#### [AIM OF THE EXERCISE]
Read through the lines below and copy the ones holding the string "ResourcePickup".

#### [DATA PROVIDED]
┄┄┄┄┄┄

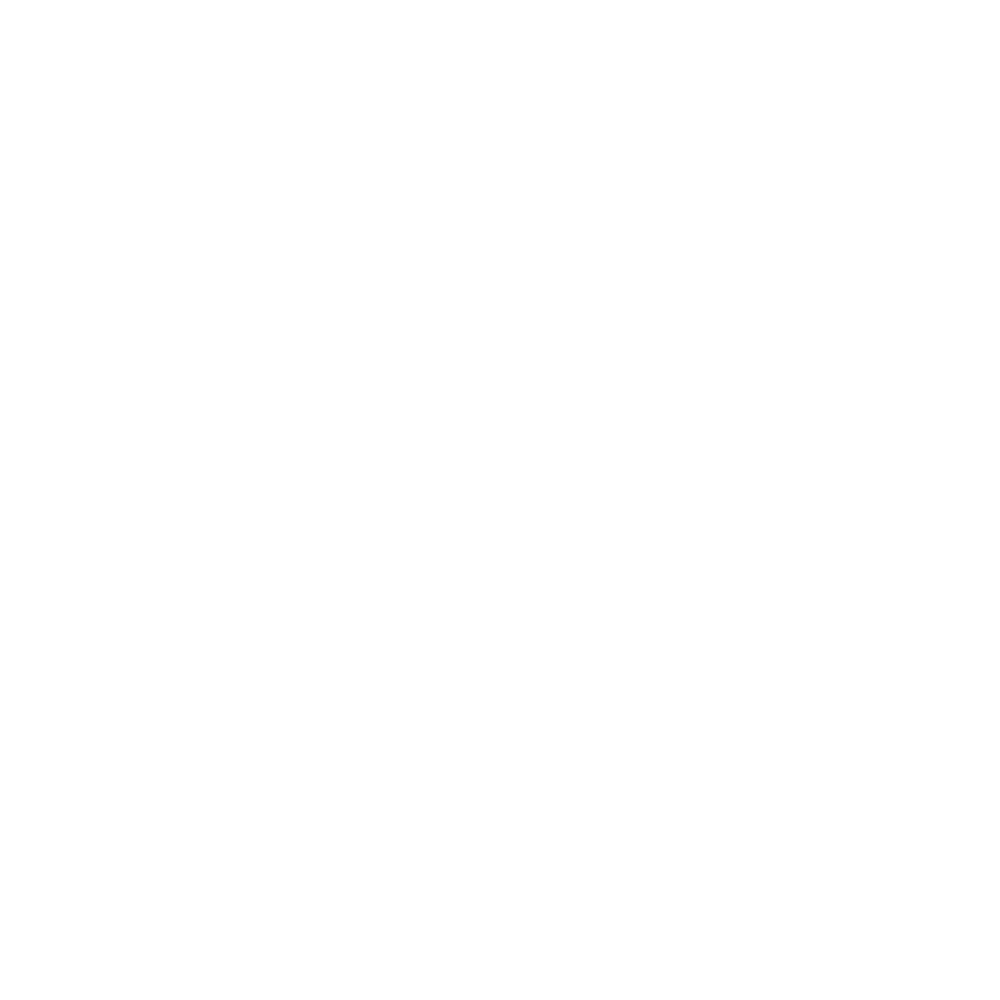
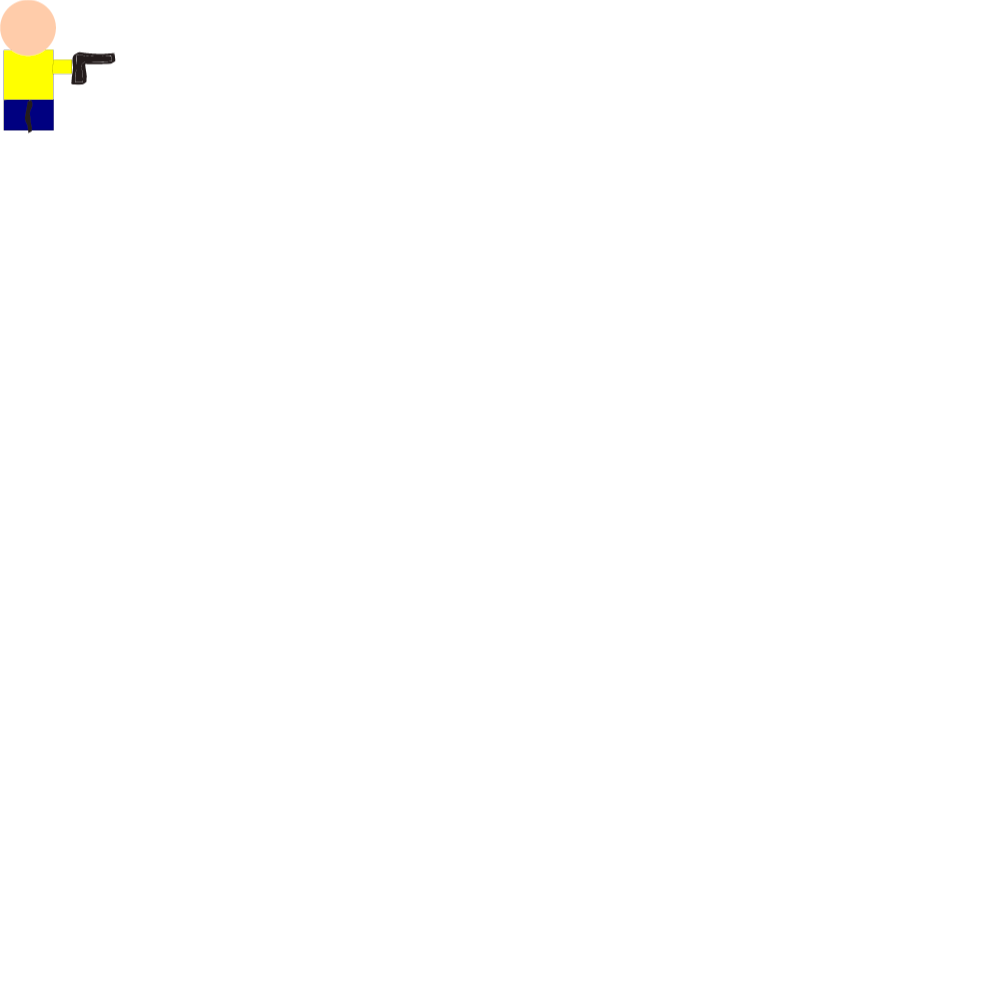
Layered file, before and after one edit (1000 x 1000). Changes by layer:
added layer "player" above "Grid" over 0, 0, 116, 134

┄┄┄┄┄┄

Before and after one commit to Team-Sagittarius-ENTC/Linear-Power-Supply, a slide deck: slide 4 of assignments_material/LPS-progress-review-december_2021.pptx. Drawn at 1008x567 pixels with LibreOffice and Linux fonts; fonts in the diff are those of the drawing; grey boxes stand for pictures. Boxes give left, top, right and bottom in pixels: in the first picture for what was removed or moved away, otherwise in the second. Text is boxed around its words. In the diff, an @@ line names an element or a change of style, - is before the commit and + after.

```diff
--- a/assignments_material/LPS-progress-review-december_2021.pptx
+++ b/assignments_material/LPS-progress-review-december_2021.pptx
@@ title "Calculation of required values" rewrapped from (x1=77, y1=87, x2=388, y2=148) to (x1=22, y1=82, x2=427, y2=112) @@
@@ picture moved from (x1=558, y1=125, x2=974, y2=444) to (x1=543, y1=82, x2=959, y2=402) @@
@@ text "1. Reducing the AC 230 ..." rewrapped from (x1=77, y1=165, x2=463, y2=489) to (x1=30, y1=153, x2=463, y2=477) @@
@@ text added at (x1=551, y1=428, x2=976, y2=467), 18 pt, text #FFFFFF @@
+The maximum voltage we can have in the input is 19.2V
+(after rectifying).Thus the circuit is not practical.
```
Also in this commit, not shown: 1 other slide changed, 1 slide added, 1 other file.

┄┄┄┄┄┄

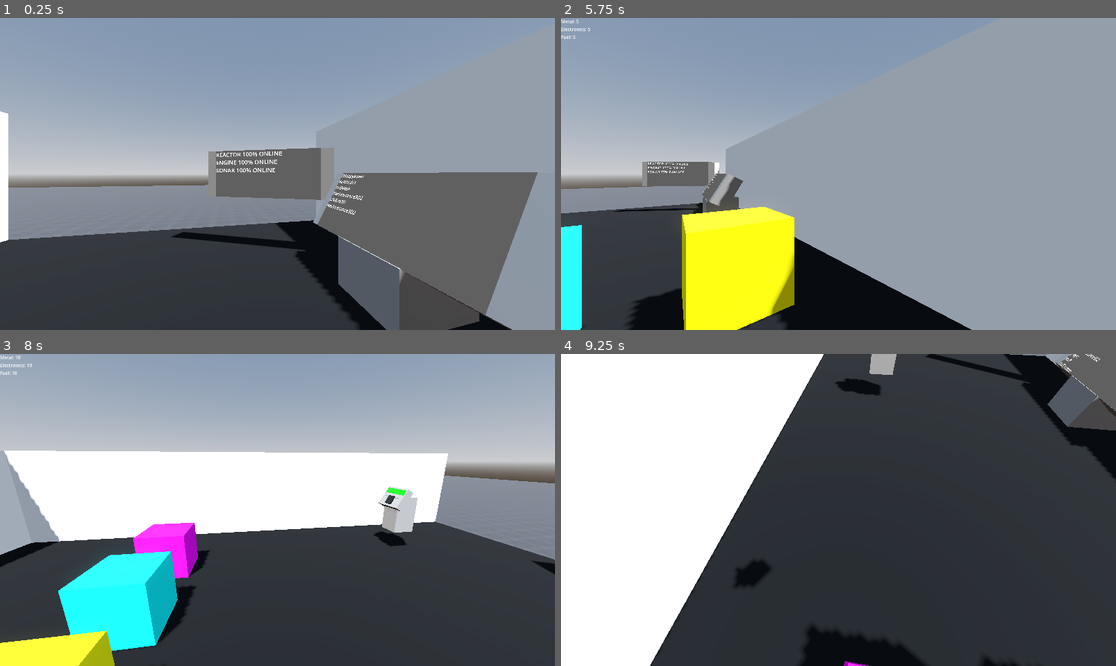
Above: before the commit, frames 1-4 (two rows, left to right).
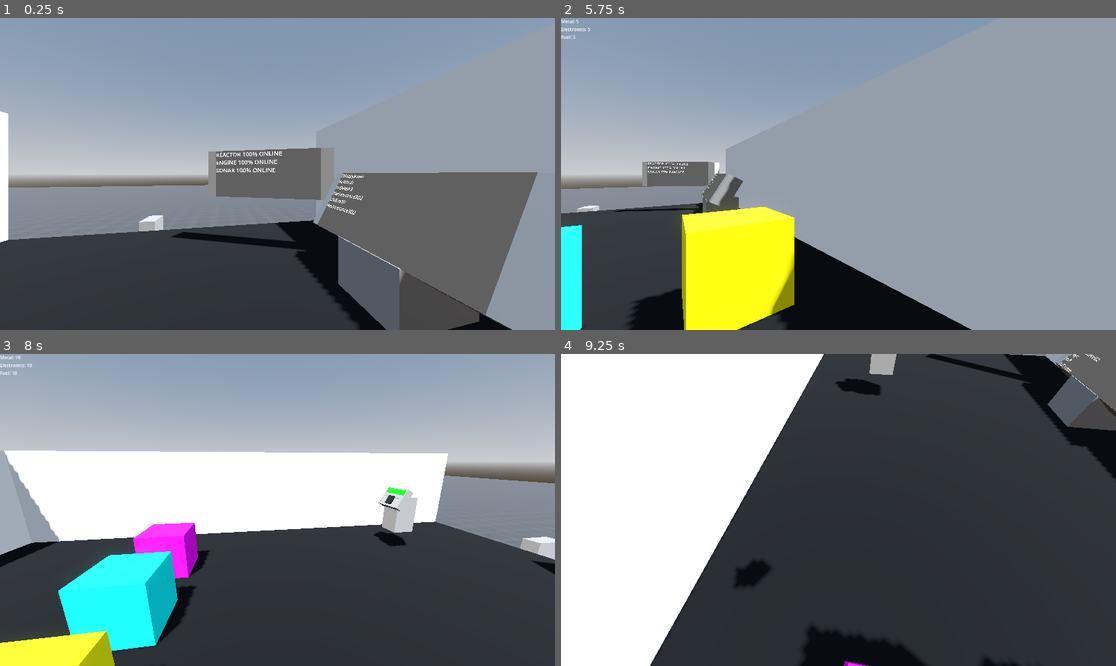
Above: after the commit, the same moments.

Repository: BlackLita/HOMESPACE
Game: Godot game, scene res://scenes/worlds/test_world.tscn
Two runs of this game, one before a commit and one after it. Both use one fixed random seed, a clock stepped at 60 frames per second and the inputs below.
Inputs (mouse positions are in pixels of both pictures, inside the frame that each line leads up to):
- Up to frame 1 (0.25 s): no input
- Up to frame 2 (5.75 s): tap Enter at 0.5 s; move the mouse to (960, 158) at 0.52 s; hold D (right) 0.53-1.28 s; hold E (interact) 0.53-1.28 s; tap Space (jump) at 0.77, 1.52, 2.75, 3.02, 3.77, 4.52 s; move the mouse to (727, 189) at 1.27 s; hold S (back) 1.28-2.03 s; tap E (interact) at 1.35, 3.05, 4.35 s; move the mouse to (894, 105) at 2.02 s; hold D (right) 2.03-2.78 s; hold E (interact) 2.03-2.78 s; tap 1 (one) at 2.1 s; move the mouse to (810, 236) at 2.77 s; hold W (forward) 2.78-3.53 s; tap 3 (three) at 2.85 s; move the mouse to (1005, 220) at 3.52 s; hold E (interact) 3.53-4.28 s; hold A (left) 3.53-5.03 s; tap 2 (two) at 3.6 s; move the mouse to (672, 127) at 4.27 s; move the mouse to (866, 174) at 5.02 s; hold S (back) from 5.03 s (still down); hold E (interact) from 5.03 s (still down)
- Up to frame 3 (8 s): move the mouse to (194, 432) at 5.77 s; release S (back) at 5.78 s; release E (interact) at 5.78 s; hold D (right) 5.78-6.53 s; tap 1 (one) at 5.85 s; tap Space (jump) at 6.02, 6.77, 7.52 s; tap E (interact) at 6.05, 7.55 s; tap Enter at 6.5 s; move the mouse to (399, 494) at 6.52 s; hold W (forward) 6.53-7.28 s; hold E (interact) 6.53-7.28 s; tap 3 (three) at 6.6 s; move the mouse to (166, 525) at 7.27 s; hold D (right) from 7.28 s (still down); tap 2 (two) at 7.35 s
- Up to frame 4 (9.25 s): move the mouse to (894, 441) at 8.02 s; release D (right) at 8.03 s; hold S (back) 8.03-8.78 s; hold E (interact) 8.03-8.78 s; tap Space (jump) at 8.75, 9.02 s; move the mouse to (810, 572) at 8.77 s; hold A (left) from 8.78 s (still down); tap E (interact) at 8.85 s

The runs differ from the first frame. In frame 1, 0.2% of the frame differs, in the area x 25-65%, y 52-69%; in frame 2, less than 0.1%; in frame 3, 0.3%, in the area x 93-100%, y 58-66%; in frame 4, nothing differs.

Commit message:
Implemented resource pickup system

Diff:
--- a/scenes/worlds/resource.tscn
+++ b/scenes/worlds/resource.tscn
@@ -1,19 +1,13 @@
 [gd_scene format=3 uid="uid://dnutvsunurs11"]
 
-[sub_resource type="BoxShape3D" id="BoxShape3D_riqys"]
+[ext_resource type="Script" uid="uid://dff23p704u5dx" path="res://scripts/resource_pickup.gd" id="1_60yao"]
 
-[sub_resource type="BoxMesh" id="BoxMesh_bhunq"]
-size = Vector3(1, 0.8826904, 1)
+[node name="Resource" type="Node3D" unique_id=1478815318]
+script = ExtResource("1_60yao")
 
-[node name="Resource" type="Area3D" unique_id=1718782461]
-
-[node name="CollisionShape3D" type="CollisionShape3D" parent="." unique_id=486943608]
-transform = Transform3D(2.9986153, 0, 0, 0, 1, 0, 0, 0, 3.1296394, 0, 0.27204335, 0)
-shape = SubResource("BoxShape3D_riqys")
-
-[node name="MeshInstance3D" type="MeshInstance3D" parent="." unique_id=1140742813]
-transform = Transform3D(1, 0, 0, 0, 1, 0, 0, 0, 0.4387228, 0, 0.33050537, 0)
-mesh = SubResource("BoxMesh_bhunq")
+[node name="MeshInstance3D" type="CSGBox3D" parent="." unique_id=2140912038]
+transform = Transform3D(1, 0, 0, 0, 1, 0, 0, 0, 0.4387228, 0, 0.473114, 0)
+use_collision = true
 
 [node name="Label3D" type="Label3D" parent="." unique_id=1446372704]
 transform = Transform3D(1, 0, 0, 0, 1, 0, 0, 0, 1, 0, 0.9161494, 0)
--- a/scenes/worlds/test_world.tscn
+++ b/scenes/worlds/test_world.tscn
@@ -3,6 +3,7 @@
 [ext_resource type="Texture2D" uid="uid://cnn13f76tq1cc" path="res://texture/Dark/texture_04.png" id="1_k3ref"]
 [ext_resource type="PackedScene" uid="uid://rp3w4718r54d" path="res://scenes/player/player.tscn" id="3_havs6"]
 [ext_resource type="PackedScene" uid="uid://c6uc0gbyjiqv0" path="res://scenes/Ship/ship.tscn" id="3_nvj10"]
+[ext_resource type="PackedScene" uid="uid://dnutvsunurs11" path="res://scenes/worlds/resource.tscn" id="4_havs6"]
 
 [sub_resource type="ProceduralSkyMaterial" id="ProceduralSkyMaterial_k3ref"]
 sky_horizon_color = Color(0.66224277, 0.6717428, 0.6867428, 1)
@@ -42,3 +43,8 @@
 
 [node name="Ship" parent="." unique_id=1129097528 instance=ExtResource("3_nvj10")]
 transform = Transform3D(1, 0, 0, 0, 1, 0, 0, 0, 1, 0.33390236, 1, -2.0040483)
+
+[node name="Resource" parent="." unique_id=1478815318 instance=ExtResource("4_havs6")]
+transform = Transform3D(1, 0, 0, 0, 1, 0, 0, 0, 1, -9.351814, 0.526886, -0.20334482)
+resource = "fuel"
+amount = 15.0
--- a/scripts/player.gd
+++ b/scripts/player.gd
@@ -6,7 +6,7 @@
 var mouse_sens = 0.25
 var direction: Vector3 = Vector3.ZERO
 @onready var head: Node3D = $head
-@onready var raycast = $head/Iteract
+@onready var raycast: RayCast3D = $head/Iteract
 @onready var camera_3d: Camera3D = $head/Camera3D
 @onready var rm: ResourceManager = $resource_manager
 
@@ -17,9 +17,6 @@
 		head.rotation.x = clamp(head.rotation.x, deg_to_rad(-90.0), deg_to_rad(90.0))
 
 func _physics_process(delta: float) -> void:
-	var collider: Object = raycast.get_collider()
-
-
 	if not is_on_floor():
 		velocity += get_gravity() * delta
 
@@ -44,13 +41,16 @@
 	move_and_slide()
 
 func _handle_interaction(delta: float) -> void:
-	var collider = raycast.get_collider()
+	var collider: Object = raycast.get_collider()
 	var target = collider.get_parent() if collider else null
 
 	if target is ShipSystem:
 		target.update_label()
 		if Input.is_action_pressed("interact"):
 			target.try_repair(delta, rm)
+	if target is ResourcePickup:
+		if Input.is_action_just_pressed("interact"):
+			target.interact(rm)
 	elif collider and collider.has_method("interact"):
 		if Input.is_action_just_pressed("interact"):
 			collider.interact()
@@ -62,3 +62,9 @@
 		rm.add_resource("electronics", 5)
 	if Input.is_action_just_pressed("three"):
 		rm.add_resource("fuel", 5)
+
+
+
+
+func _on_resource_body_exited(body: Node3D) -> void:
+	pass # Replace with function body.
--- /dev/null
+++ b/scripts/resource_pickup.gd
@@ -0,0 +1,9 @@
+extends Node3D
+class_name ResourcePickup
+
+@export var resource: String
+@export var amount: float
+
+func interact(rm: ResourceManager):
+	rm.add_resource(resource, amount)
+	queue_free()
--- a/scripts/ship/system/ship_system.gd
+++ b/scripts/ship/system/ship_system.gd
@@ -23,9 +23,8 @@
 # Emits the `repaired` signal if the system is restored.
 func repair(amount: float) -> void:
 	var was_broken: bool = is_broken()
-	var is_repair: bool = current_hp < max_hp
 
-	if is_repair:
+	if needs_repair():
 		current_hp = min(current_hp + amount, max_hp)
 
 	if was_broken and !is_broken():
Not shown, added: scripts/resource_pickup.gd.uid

┄┄┄┄┄┄

#### [REPLY]
+	if target is ResourcePickup:
+class_name ResourcePickup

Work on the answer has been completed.